Following the report’s release, the provincial government accepted all nine of its main recommendations; but the report was made with a very clear purpose: 17 years prior the auditor general wrote a report on the same subject. The provincial government listened then, it pledged to do better then. In response this time, so far the Province’s biggest effort can be seen in the form of a 125-page document outlining an “Immediate Response Plan,” which includes endless bullet points on safety and potential actions, a “request for federal assistance” template letter, and hopelessly ugly Powerpoint slides showing the chain of command in different situations.
With no similarly sized document on preparedness to speak of yet, individual responsibility is where most advice is being directed. Dave Pinton, the director of communications at UFV, acknowledges this is not something that can, realistically, be spread completely, educating everyone, impressing the urgency and necessity of knowing which steps to safeguard a house, people, supplies, planning routes around every single thing that could go wrong. “Is the awareness where it needs to be? Probably not,” he says. “Have we made some strides? Sure. And I don’t think we’re alone, I think that’s everybody, not just in post-secondary but across the Lower Mainland.”

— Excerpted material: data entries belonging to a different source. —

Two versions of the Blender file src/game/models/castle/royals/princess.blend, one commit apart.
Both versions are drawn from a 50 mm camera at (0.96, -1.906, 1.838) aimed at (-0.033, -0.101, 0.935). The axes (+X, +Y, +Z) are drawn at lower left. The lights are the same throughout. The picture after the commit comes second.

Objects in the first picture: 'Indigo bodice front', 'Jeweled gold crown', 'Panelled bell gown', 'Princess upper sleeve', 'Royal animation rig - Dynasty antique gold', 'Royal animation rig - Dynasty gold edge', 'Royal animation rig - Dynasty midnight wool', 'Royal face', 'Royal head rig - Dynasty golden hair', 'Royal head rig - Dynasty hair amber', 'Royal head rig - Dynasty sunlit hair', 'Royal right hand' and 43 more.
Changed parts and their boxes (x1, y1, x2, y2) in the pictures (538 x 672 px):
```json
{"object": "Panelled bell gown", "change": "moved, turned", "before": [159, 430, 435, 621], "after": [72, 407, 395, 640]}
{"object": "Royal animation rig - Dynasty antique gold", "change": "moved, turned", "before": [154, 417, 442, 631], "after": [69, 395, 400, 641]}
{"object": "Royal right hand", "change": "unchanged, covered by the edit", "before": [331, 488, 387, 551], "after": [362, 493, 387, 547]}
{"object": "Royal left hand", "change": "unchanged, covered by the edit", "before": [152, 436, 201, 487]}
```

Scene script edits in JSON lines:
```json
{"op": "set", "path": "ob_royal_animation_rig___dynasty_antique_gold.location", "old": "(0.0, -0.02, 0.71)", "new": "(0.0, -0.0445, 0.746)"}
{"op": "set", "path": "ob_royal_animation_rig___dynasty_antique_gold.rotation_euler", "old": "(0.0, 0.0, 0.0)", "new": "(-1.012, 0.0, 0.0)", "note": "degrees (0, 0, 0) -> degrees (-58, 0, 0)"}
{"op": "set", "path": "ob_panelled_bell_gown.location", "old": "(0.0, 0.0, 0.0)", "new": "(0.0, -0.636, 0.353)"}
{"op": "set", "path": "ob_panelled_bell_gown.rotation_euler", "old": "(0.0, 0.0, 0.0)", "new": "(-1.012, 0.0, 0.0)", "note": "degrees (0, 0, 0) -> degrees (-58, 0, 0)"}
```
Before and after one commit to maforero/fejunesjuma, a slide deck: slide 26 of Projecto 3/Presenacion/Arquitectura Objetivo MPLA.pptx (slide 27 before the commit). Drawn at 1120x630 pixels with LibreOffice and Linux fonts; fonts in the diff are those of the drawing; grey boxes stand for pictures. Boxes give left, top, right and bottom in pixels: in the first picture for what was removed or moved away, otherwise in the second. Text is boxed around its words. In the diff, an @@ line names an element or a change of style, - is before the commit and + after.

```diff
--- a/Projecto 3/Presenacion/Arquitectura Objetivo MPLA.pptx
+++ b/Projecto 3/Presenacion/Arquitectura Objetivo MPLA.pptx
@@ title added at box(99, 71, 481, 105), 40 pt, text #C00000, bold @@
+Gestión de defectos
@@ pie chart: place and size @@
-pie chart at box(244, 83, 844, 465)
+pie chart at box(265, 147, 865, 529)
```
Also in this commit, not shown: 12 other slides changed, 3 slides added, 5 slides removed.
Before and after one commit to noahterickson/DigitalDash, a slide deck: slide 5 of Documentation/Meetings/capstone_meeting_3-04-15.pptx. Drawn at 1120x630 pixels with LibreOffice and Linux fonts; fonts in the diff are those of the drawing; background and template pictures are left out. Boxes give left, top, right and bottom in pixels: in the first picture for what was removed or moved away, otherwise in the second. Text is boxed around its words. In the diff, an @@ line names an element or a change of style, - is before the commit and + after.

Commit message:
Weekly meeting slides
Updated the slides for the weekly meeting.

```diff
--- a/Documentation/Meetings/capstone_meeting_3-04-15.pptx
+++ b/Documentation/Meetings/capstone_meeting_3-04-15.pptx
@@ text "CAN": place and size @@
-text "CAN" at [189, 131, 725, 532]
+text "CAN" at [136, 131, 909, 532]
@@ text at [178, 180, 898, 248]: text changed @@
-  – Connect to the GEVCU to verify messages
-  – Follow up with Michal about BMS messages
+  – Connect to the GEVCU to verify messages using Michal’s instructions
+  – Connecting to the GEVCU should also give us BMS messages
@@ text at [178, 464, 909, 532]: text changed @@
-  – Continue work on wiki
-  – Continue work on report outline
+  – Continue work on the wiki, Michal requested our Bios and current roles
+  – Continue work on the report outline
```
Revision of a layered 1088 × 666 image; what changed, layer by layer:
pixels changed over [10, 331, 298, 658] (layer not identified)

As for Hughes, the geography professor, more information to better understand our geological underpinnings in the Fraser Valley is unlikely to come terribly soon. There is interest from undergraduate students, but undergraduates are limited in research time, and any research is limited by funding — data on earthquakes is slow-coming, expensive, and always subject to the same, ever-present factors: low sample size and unpredictability. Still, he sees reasons to see more than just distress and under preparedness in the future.
“I haven’t gone out and sampled the public at large, but when I come across people that are saying ‘The big one!’ they really imagine this massive wall of water coming out and taking us out in the Fraser Valley,” he says. “And they really blow this thing up. And so if anything, I’d say people are aware, and they know about this big one, and I think that maybe some of their views are exaggerated in terms of what it might do. That’s not a bad thing — I’d rather people have more concern than less concern for sure.”
Moving back from an individual level, Hughes also sees the university as a potential force for good — like the major narratives in this history, Vancouver and Victoria will always be at the forefront, but not for UFV.
“One way I think the university could interface with the communities that we serve is developing more outreach,” he says. “The drop-cover-hold-on, the emergency kits that people need at their homes, how to retrofit their homes. We could be part of that message, I think. I think there are some interesting ways that we, as a service to the communities, could do maybe more than we have.”